[Dataset excerpts]
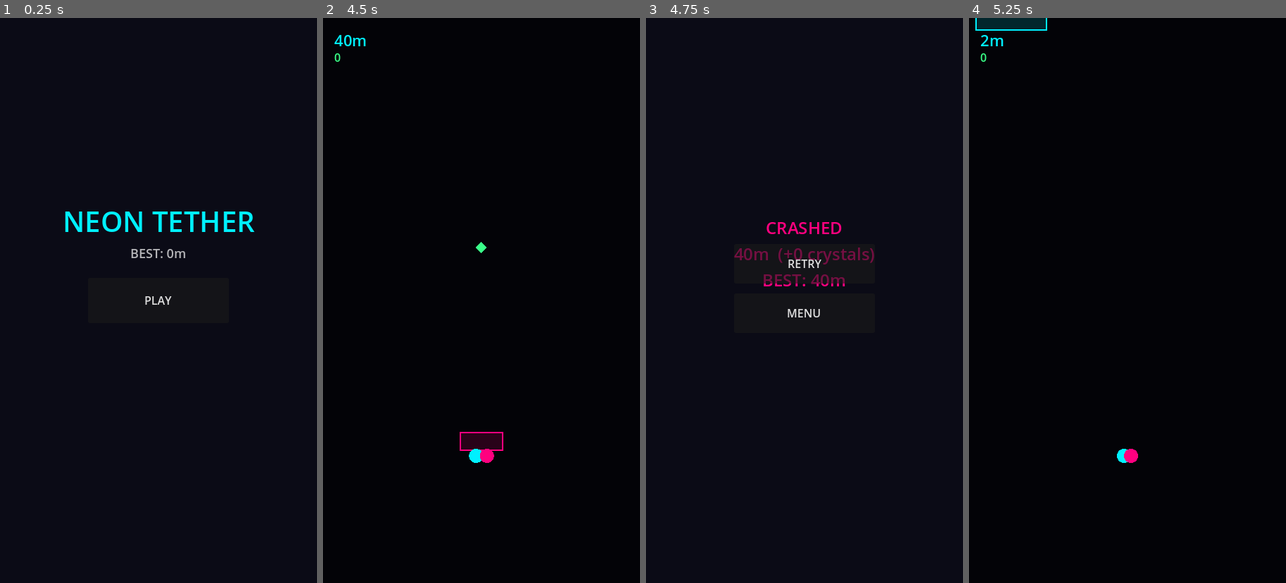
Above: before the commit, frames 1-4 (left to right).
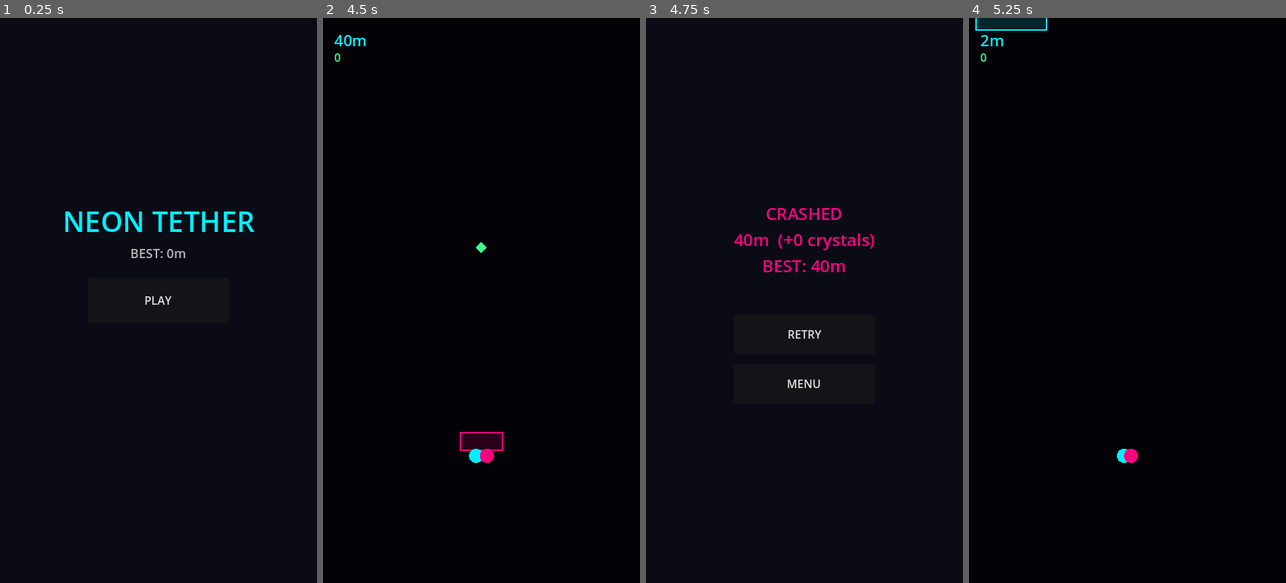
Above: after the commit, the same moments.

Repository: Kelvis123456/neon-tether-game-design
Game: Godot game, scene res://scenes/Main.tscn
Two runs of this game, one before a commit and one after it. Both use one fixed random seed, a clock stepped at 60 frames per second and the inputs below.
Inputs (mouse positions are in pixels of both pictures, inside the frame that each line leads up to):
- Up to frame 1 (0.25 s): no input
- Up to frame 2 (4.5 s): click "PLAY" at 0.5 s; move the mouse to (551, 272) at 1.27 s; click (551, 272) at 1.42 s; move the mouse to (418, 328) at 2.02 s; click (418, 328) at 2.17 s; move the mouse to (513, 176) at 2.77 s; click (513, 176) at 2.92 s; move the mouse to (465, 413) at 3.52 s; click (465, 413) at 3.67 s; tap Enter at 4.25 s; move the mouse to (576, 385) at 4.27 s; click (576, 385) at 4.42 s
- Up to frame 3 (4.75 s): no input
- Up to frame 4 (5.25 s): click "RETRY" at 5 s

Frames 1-2 are identical in both runs. In frame 3, 2.0% of the frame differs, in the area x 27-72%, y 33-66%; in frame 4, nothing differs.

Commit message:
Fix game over screen: RETRY button overlapped result text
Caught this by actually downloading Godot and running the project
live - the button and the result label were positioned to occupy
the same vertical space. Recalculated the offsets so each element
has its own clear band.

Diff:
--- a/godot/scripts/main.gd
+++ b/godot/scripts/main.gd
@@ -83,15 +83,18 @@
 	result.add_theme_color_override("font_color", Color("#ff007f"))
 	result.horizontal_alignment = HORIZONTAL_ALIGNMENT_CENTER
 	result.set_anchors_preset(Control.PRESET_CENTER_TOP)
-	result.position = Vector2(-200, 280)
-	result.custom_minimum_size = Vector2(400, 120)
+	result.position = Vector2(-200, 260)
+	result.custom_minimum_size = Vector2(400, 140)
 	_gameover_layer.add_child(result)
 
+	# Positioned to clear the result label's reserved box (260 to 400) below,
+	# not just its text — a first live playtest showed RETRY rendering on top
+	# of the result text because these two boxes overlapped by design.
 	var retry_btn := Button.new()
 	retry_btn.text = "RETRY"
 	retry_btn.custom_minimum_size = Vector2(200, 56)
 	retry_btn.set_anchors_preset(Control.PRESET_CENTER)
-	retry_btn.position = Vector2(-100, -80)
+	retry_btn.position = Vector2(-100, 20)
 	retry_btn.pressed.connect(func():
 		_clear_gameover()
 		_start_game()
@@ -102,7 +105,7 @@
 	menu_btn.text = "MENU"
 	menu_btn.custom_minimum_size = Vector2(200, 56)
 	menu_btn.set_anchors_preset(Control.PRESET_CENTER)
-	menu_btn.position = Vector2(-100, -10)
+	menu_btn.position = Vector2(-100, 90)
 	menu_btn.pressed.connect(func():
 		_clear_gameover()
 		_show_menu()

- **Your instructions**: Print every entry above verbatim but drop the images.

- **Output for this exercise**:
Above: before the commit, frames 1-4 (left to right).
Above: after the commit, the same moments.

Repository: Kelvis123456/neon-tether-game-design
Game: Godot game, scene res://scenes/Main.tscn
Two runs of this game, one before a commit and one after it. Both use one fixed random seed, a clock stepped at 60 frames per second and the inputs below.
Inputs (mouse positions are in pixels of both pictures, inside the frame that each line leads up to):
- Up to frame 1 (0.25 s): no input
- Up to frame 2 (4.5 s): click "PLAY" at 0.5 s; move the mouse to (551, 272) at 1.27 s; click (551, 272) at 1.42 s; move the mouse to (418, 328) at 2.02 s; click (418, 328) at 2.17 s; move the mouse to (513, 176) at 2.77 s; click (513, 176) at 2.92 s; move the mouse to (465, 413) at 3.52 s; click (465, 413) at 3.67 s; tap Enter at 4.25 s; move the mouse to (576, 385) at 4.27 s; click (576, 385) at 4.42 s
- Up to frame 3 (4.75 s): no input
- Up to frame 4 (5.25 s): click "RETRY" at 5 s

Frames 1-2 are identical in both runs. In frame 3, 2.0% of the frame differs, in the area x 27-72%, y 33-66%; in frame 4, nothing differs.

Commit message:
Fix game over screen: RETRY button overlapped result text
Caught this by actually downloading Godot and running the project
live - the button and the result label were positioned to occupy
the same vertical space. Recalculated the offsets so each element
has its own clear band.

Diff:
--- a/godot/scripts/main.gd
+++ b/godot/scripts/main.gd
@@ -83,15 +83,18 @@
 	result.add_theme_color_override("font_color", Color("#ff007f"))
 	result.horizontal_alignment = HORIZONTAL_ALIGNMENT_CENTER
 	result.set_anchors_preset(Control.PRESET_CENTER_TOP)
-	result.position = Vector2(-200, 280)
-	result.custom_minimum_size = Vector2(400, 120)
+	result.position = Vector2(-200, 260)
+	result.custom_minimum_size = Vector2(400, 140)
 	_gameover_layer.add_child(result)
 
+	# Positioned to clear the result label's reserved box (260 to 400) below,
+	# not just its text — a first live playtest showed RETRY rendering on top
+	# of the result text because these two boxes overlapped by design.
 	var retry_btn := Button.new()
 	retry_btn.text = "RETRY"
 	retry_btn.custom_minimum_size = Vector2(200, 56)
 	retry_btn.set_anchors_preset(Control.PRESET_CENTER)
-	retry_btn.position = Vector2(-100, -80)
+	retry_btn.position = Vector2(-100, 20)
 	retry_btn.pressed.connect(func():
 		_clear_gameover()
 		_start_game()
@@ -102,7 +105,7 @@
 	menu_btn.text = "MENU"
 	menu_btn.custom_minimum_size = Vector2(200, 56)
 	menu_btn.set_anchors_preset(Control.PRESET_CENTER)
-	menu_btn.position = Vector2(-100, -10)
+	menu_btn.position = Vector2(-100, 90)
 	menu_btn.pressed.connect(func():
 		_clear_gameover()
 		_show_menu()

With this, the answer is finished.